Join us for this 2 part art history course with Linda Hart.

Revolution, feminism, criticism of art as commodity, myths of folk heroes, interpretations of Christianity: all of these themes can be seen as gospels of one sort or another. These two sessions will explore the works of some quite different artists whose work spans both continents and centuries.
Session one: Christo and Jeanne-Claude were visionaries and idealists.

Both originated in war-torn Europe, only to make their home together in America. Best known for wrapping up whole beaches and buildings, the pair created public works which were ephemeral, could not be owned and were soon dismantled. The idea was that their art belonged to the public and that there was never an entry fee.

They subsidized their work by mortgaging their house and selling preliminary sketches for their major works.
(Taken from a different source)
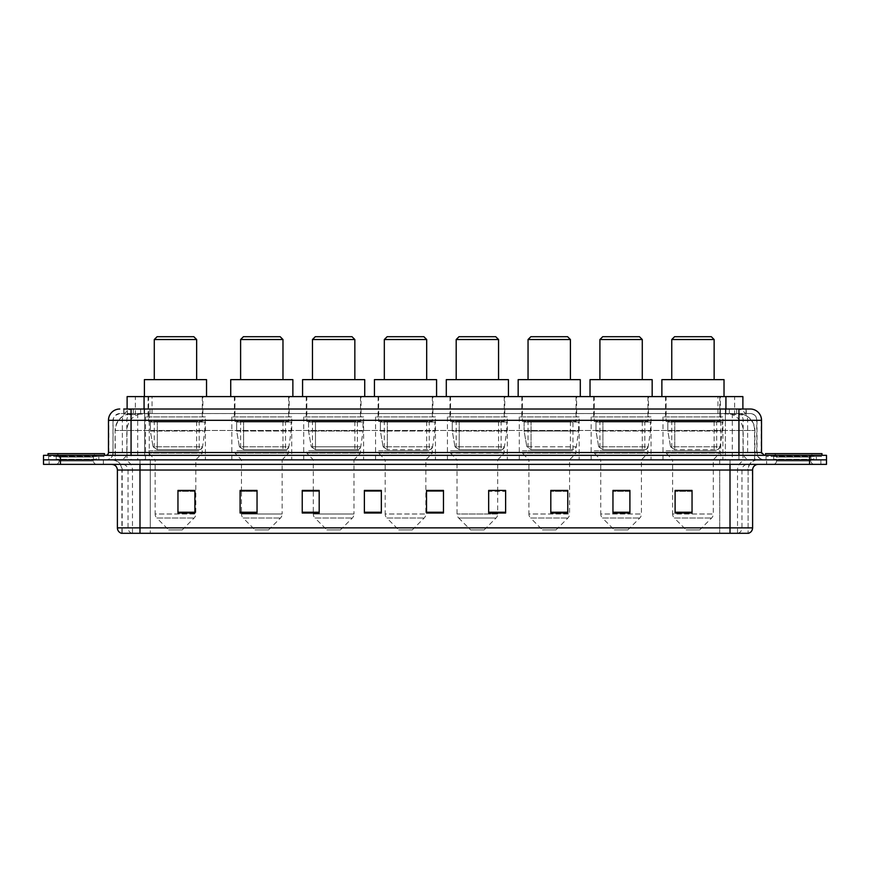 <?xml version="1.0" encoding="UTF-8"?>
<svg xmlns="http://www.w3.org/2000/svg" width="870" height="870" viewBox="0 0 870 870"><rect width="100%" height="100%" fill="white"/><g stroke="black" fill="none" stroke-linecap="round" stroke-linejoin="round"><path stroke-width="0.65" stroke-dasharray="4.35 3.26" d="M722.894 416.926L663.005 416.926L722.894 416.926L722.894 459.86L663.005 459.86L722.894 459.86M663.005 416.926L663.005 459.86M651.032 416.926L591.143 416.926L651.032 416.926L651.032 459.86L591.143 459.86L651.032 459.86M591.143 416.926L591.143 459.86M579.17 416.926L519.292 416.926L579.17 416.926L579.17 459.86L519.292 459.86L579.17 459.86M519.292 416.926L519.292 459.86M507.308 416.926L447.43 416.926L507.308 416.926L507.308 459.86L447.43 459.86L507.308 459.86M447.43 416.926L447.43 459.86M435.457 416.926L375.568 416.926L435.457 416.926L435.457 459.86L375.568 459.86L435.457 459.86M375.568 416.926L375.568 459.86M363.595 416.926L303.706 416.926L363.595 416.926L363.595 459.86L303.706 459.86L363.595 459.86M303.706 416.926L303.706 459.86M291.733 416.926L231.844 416.926L291.733 416.926L291.733 459.86L231.844 459.86L291.733 459.86M231.844 416.926L231.844 459.86M205.407 416.926L145.529 416.926L205.407 416.926L205.407 459.86L145.529 459.86L205.407 459.86M145.529 416.926L145.529 459.86M737.521 413.533L732.018 413.533L739.489 413.598L742.621 414.946L720.762 413.554L149.238 413.554L127.379 414.946L127.118 409.009L746.275 409.009L123.725 409.009L123.725 413.533L746.275 413.533L123.725 413.533M742.882 396.589L127.118 396.589M739.489 413.598A16.943 16.943 0 0 1 754.91 430.476L754.91 459.86L115.09 459.86L754.91 459.86M127.118 414.838L130.511 413.598L137.982 413.533L132.479 413.533M130.511 413.598A16.943 16.943 0 0 0 115.09 430.476L115.427 459.86M202.873 396.589L148.074 396.589L202.873 396.589L202.873 416.926L148.074 416.926L202.873 416.926M148.074 396.589L148.074 416.926M289.188 396.589L234.389 396.589L289.188 396.589L289.188 416.926L234.389 416.926L289.188 416.926M234.389 396.589L234.389 416.926M361.05 396.589L306.251 396.589L361.05 396.589L361.05 416.926L306.251 416.926L361.05 416.926M306.251 396.589L306.251 416.926M432.912 396.589L378.113 396.589L432.912 396.589L432.912 416.926L378.113 416.926L432.912 416.926M378.113 396.589L378.113 416.926M504.774 396.589L449.975 396.589L504.774 396.589L504.774 416.926L449.975 416.926L504.774 416.926M449.975 396.589L449.975 416.926M576.625 396.589L521.826 396.589L576.625 396.589L576.625 416.926L521.826 416.926L576.625 416.926M521.826 396.589L521.826 416.926M648.487 396.589L593.688 396.589L648.487 396.589L648.487 416.926L593.688 416.926L648.487 416.926M593.688 396.589L593.688 416.926M720.349 396.589L665.55 396.589L720.349 396.589L720.349 416.926L665.55 416.926L720.349 416.926M665.55 396.589L665.55 416.926M742.882 409.009L742.621 396.589M137.982 413.533L732.018 413.533M131.065 409.009L746.275 409.009L746.275 413.533M750.234 413.533L119.766 413.533L750.234 413.533A6.775 6.775 0 0 1 757.009 420.308L757.009 452.509L108.467 452.509M108.467 420.308L757.009 420.308L112.991 420.308L112.991 452.509A7.341 7.341 0 0 1 105.64 459.86L764.36 459.86L105.64 459.86M750.234 409.009L750.06 409.009A11.299 11.125 90 0 1 761.185 420.308L761.533 420.308M131.065 455.336L764.36 455.336L131.065 455.336M816.332 455.336L771.135 455.336L816.332 455.336L816.332 459.86L771.135 459.86L816.332 459.86L816.332 456.467L771.135 456.467L816.332 456.467M771.135 455.336L771.135 456.467M98.865 455.336L53.668 455.336L98.865 455.336L98.865 459.86L53.668 459.86L98.865 459.86L98.865 456.467L53.668 456.467L98.865 456.467M53.668 455.336L53.668 456.467M826.5 464.373L43.5 464.373L43.5 455.336L826.5 455.336M43.5 459.86L826.5 459.86L43.5 459.86M103.378 459.86L103.378 464.373L49.144 464.373L103.378 464.373L49.144 464.373L103.378 464.373L103.378 459.86L49.144 459.86L49.144 464.373L49.144 459.86L103.378 459.86M820.856 459.86L820.856 464.373L766.622 464.373L820.856 464.373L766.622 464.373L820.856 464.373L820.856 459.86L766.622 459.86L766.622 464.373L766.622 459.86L820.856 459.86M103.943 456.467L48.589 456.467L103.943 456.467L103.943 459.86L48.589 459.86L103.943 459.86M48.589 456.467L48.589 459.86M821.41 456.467L766.057 456.467L821.41 456.467L821.41 459.86L766.057 459.86L821.41 459.86M766.057 456.467L766.057 459.86M747.808 533.299L730.006 533.299L730.006 470.028L748.091 470.028L748.091 533.299L748.091 470.028A10.168 10.168 0 0 1 758.259 459.86L111.741 459.86L758.259 459.86M121.909 533.299L121.909 470.028L752.604 470.028M730.006 464.373L111.741 464.373L730.006 464.373M771.135 459.86L816.332 459.86L771.135 459.86M53.668 459.86L98.865 459.86L53.668 459.86M692.041 512.234L692.041 490.419L692.041 513.017L675.098 513.017L675.098 490.539L675.098 513.017L692.041 513.017L692.041 490.647L692.041 513.017L692.041 491.322L675.098 491.322L675.098 513.017L675.098 490.419L692.041 490.419L675.098 490.419L692.041 490.419L692.041 512.234L675.098 512.234M629.902 512.234L629.902 490.419L629.902 513.017L612.958 513.017L612.958 490.539L612.958 513.017L629.902 513.017L629.902 490.647L629.902 513.017L629.902 491.322L612.958 491.322L612.958 513.017L612.958 490.419L629.902 490.419L612.958 490.419L629.902 490.419L629.902 512.234L612.958 512.234M567.762 512.234L567.762 490.419L567.762 513.017L550.808 513.017L550.808 490.539L550.808 513.017L567.762 513.017L567.762 490.647L567.762 513.017L567.762 491.322L550.808 491.322L550.808 513.017L550.808 490.419L567.762 490.419L550.808 490.419L567.762 490.419L567.762 512.234L550.808 512.234M488.668 490.539L505.622 490.539L505.622 513.017L505.622 490.419L505.622 513.017L488.668 513.017L488.668 490.539L488.668 513.017L505.622 513.017L505.622 490.647L505.622 513.017L505.622 491.322L488.668 491.322L488.668 490.419L488.668 513.017L488.668 490.419L505.622 490.419L488.668 490.419L497.705 490.419L497.705 459.86L457.033 459.86L457.033 514.007A5.644 5.644 0 0 0 458.686 518.009L496.052 518.009L458.686 518.009L470.594 529.906L484.144 529.906L470.594 529.906M194.902 512.234L194.902 490.419L194.902 513.017L177.958 513.017L177.958 490.539L177.958 513.017L194.902 513.017L194.902 490.647L194.902 513.017L194.902 491.322L177.958 491.322L177.958 513.017L177.958 490.419L194.902 490.419L177.958 490.419L194.902 490.419L194.902 512.234L177.958 512.234M257.041 490.539L240.098 490.539L240.098 513.017L257.041 513.017L257.041 490.419L257.041 513.017L240.098 513.017L240.098 490.539L240.098 513.017L257.041 513.017L257.041 490.647L257.041 513.017L257.041 491.322L240.098 491.322L240.098 513.017L240.098 490.539L240.098 513.017L240.098 491.322L257.041 491.322L257.041 490.419L240.098 490.419L257.041 490.419L241.458 490.419L241.458 459.86L234.954 453.074L288.622 453.074L234.954 453.074L234.954 450.823L288.622 450.823L234.954 450.823M319.192 490.539L302.238 490.539L302.238 513.017L319.192 513.017L319.192 490.419L319.192 513.017L302.238 513.017L302.238 490.539L302.238 513.017L319.192 513.017L319.192 490.647L319.192 513.017L319.192 491.322L302.238 491.322L302.238 490.419L302.238 513.017L302.238 490.539L302.238 513.017L302.238 491.322L319.192 491.322L319.192 490.419L302.238 490.419L319.192 490.419L313.309 490.419L313.309 459.86L306.816 453.074L360.484 453.074L306.816 453.074L306.816 450.823L360.484 450.823L306.816 450.823M381.332 512.234L381.332 490.419L381.332 513.017L364.378 513.017L364.378 490.539L364.378 513.017L381.332 513.017L381.332 490.647L381.332 513.017L381.332 491.322L364.378 491.322L364.378 490.419L364.378 513.017L364.378 490.539L364.378 513.017L364.378 491.322L381.332 491.322L381.332 490.539L381.332 512.234L364.378 512.234L364.378 513.017L381.332 513.017L381.332 490.539L364.378 490.539L364.378 512.234M443.472 512.234L443.472 490.419L443.472 513.017L426.528 513.017L426.528 490.539L426.528 513.017L443.472 513.017L443.472 490.647L443.472 513.017L443.472 491.322L426.528 491.322L426.528 490.419L426.528 513.017L426.528 490.539L426.528 513.017L426.528 491.322L443.472 491.322L443.472 490.539L443.472 512.234L426.528 512.234L426.528 513.017L443.472 513.017L443.472 490.539L426.528 490.539L426.528 512.234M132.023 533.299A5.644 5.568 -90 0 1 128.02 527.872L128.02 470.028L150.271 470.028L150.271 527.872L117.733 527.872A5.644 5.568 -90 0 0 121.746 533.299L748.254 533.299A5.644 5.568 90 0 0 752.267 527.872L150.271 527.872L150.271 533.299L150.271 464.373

This undermined the idea that art was a commodity in a land where commodities were prized as status symbols.

Session Two: Narratives of Jesus. In today's terms, given our current understanding of physics, flesh and blood representations of a spiritual entity seem underwhelming if the task is to convey the ideal of redemption, forgiveness and resurrection. Yet the idea of Jesus Christ was always to personify these ideas in human terms.

It is therefore interesting to look at the symbology behind Byzantine Christian Art, Medieval Christian art, Pre-Raphaelite art and Surrealist art and then to hypothesize what imagery is required to revitalize the concept in terms that might be acceptable to an age confused by an overload of mostly unverified information.